O número de famílias de acolhimento de idosos e pessoas adultas com deficiência no distrito está a diminuir porque há 14 anos que não há actualizações naquilo que lhes pagam

As famílias de acolhimento de idosos e pessoas adultas com deficiência estão, praticamente, em vias de pagar para trabalhar porque o que lhes é pago pela Segurança Social não é actualizado desde 2009.

A denúncia é de algumas famílias, que são uma das respostas de apoio social para idosos no nosso país. Ouvimos, de perto, a história e angústia de três mas a verdade é que há muitas mais a queixar-se.

Perante um país onde, segundo os Censos 2021, o envelhecimento demográfico se continuou a acentuar de forma muito expressiva, com 182 idosos por cada 100 jovens, e num distrito ainda mais amargurado nestes termos, as famílias de acolhimento consideram que deviam receber mais, sendo esta também uma forma de incentivar a que outras se dedicassem ao acolhimento. Ainda assim, o cenário está a desenhar-se em sentido inverso. Segundo apurámos, nos últimos anos, pelo menos no nosso território, o número de pessoas a acolher idosos ou adultos com deficiência caiu.

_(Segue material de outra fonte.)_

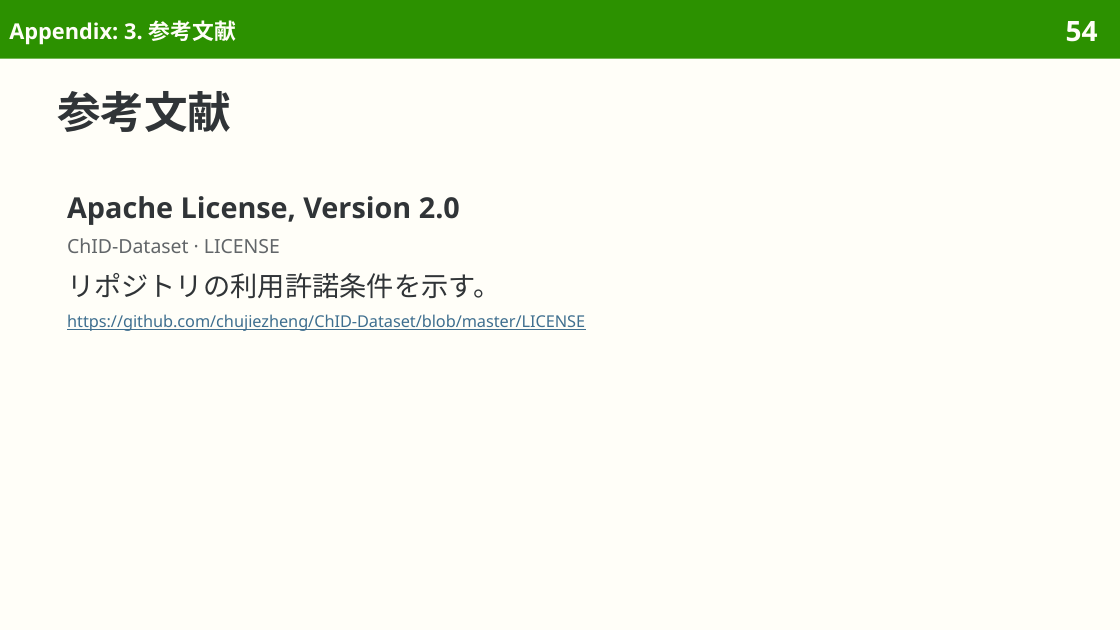
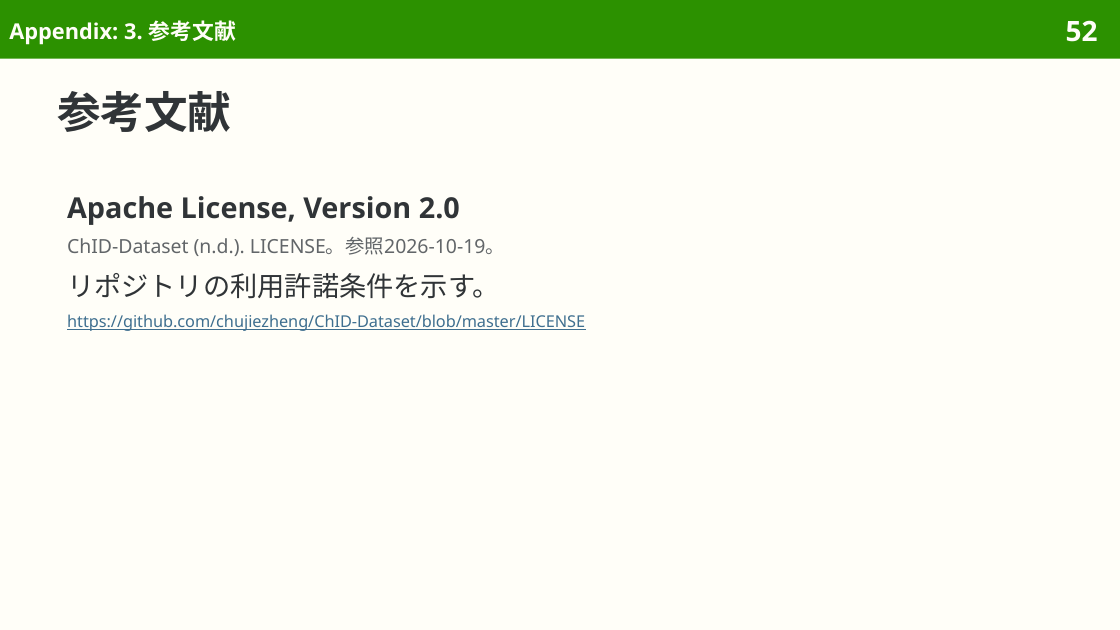
Before and after one commit to sasakiy84/datasets-in-10-minutes, a slide deck: slide 52 of slides/datasets-in-10-minutes-chid.pptx (slide 54 before the commit). Drawn at 1120x630 pixels with LibreOffice and Linux fonts; fonts in the diff are those of the drawing. Boxes give left, top, right and bottom in pixels: in the first picture for what was removed or moved away, otherwise in the second. Text is boxed around its words. In the diff, an @@ line names an element or a change of style, - is before the commit and + after.

```diff
--- a/slides/datasets-in-10-minutes-chid.pptx
+++ b/slides/datasets-in-10-minutes-chid.pptx
@@ page number at (1066, 20, 1098, 42): text changed @@
-54
+52
@@ text at (67, 237, 505, 256): text changed @@
-ChID-Dataset · LICENSE
+ChID-Dataset (n.d.). LICENSE。参照2026-10-19。
```
Also in this commit, not shown: 12 other slides changed, 2 slides removed, 47 other files.

O panorama é preocupante até porque, segundo avançou o Expresso, 665 pessoas estavam internadas, no final de Janeiro, nos hospitais portugueses sem estarem doentes. O motivo é apenas um: não terem condições de sair. Os chamados “doentes sociais” já tiveram alta mas aguardam um lugar num lar ou numa unidade de cuidados continuados para reabilitação. Idosos, isolados e dependentes é o perfil dos que ficaram nas unidades de saúde por não terem familiares ou estrutura social que os receba.

 

“Não ganhamos nem o ordenado mínimo”

Por cada idoso ou pessoa adulta com deficiência, neste momento, e desde 2009, as famílias recebem 225 euros destinados à prestação de serviços, valor que passa para o dobro, ou seja 450, se a pessoa for dependente. As famílias recebem ainda 222,27 euros para a manutenção de cada pessoa acolhida. Neste valor não estão incluídas as despesas com medicamentos, vestuários, calçado e higiene pessoal, as quais constituem encargos da pessoa em acolhimento ou da família.

Este é, conforme as famílias, um valor muito baixo e o desespero, que já não é de agora, começa a agravar-se. Luísa Pires, de 55 anos, que vive em Sortes, no concelho de Bragança, acolhe três pessoas, número máximo permitido, e é uma das vozes de protesto, porque, feitas as contas, no que toca ao valor pago para manutenção, são sete euros por dia e não chegam para dar de comer a uma pessoa. “Neste momento, não ganhamos nem o ordenado mínimo. O dinheiro que ganho gasto-o com eles e não me chega”, explicou, dizendo ainda que quando começou a actividade “valia a pena” mas “agora já não”.

Afirmando que o dinheiro da manutenção para os idosos “fica muito aquém” do justo, sendo que é destinado a “comida, cama lavada, aquecimento, tudo”, não compreende não haver actualização de valores, porque “tudo subiu e sobe”.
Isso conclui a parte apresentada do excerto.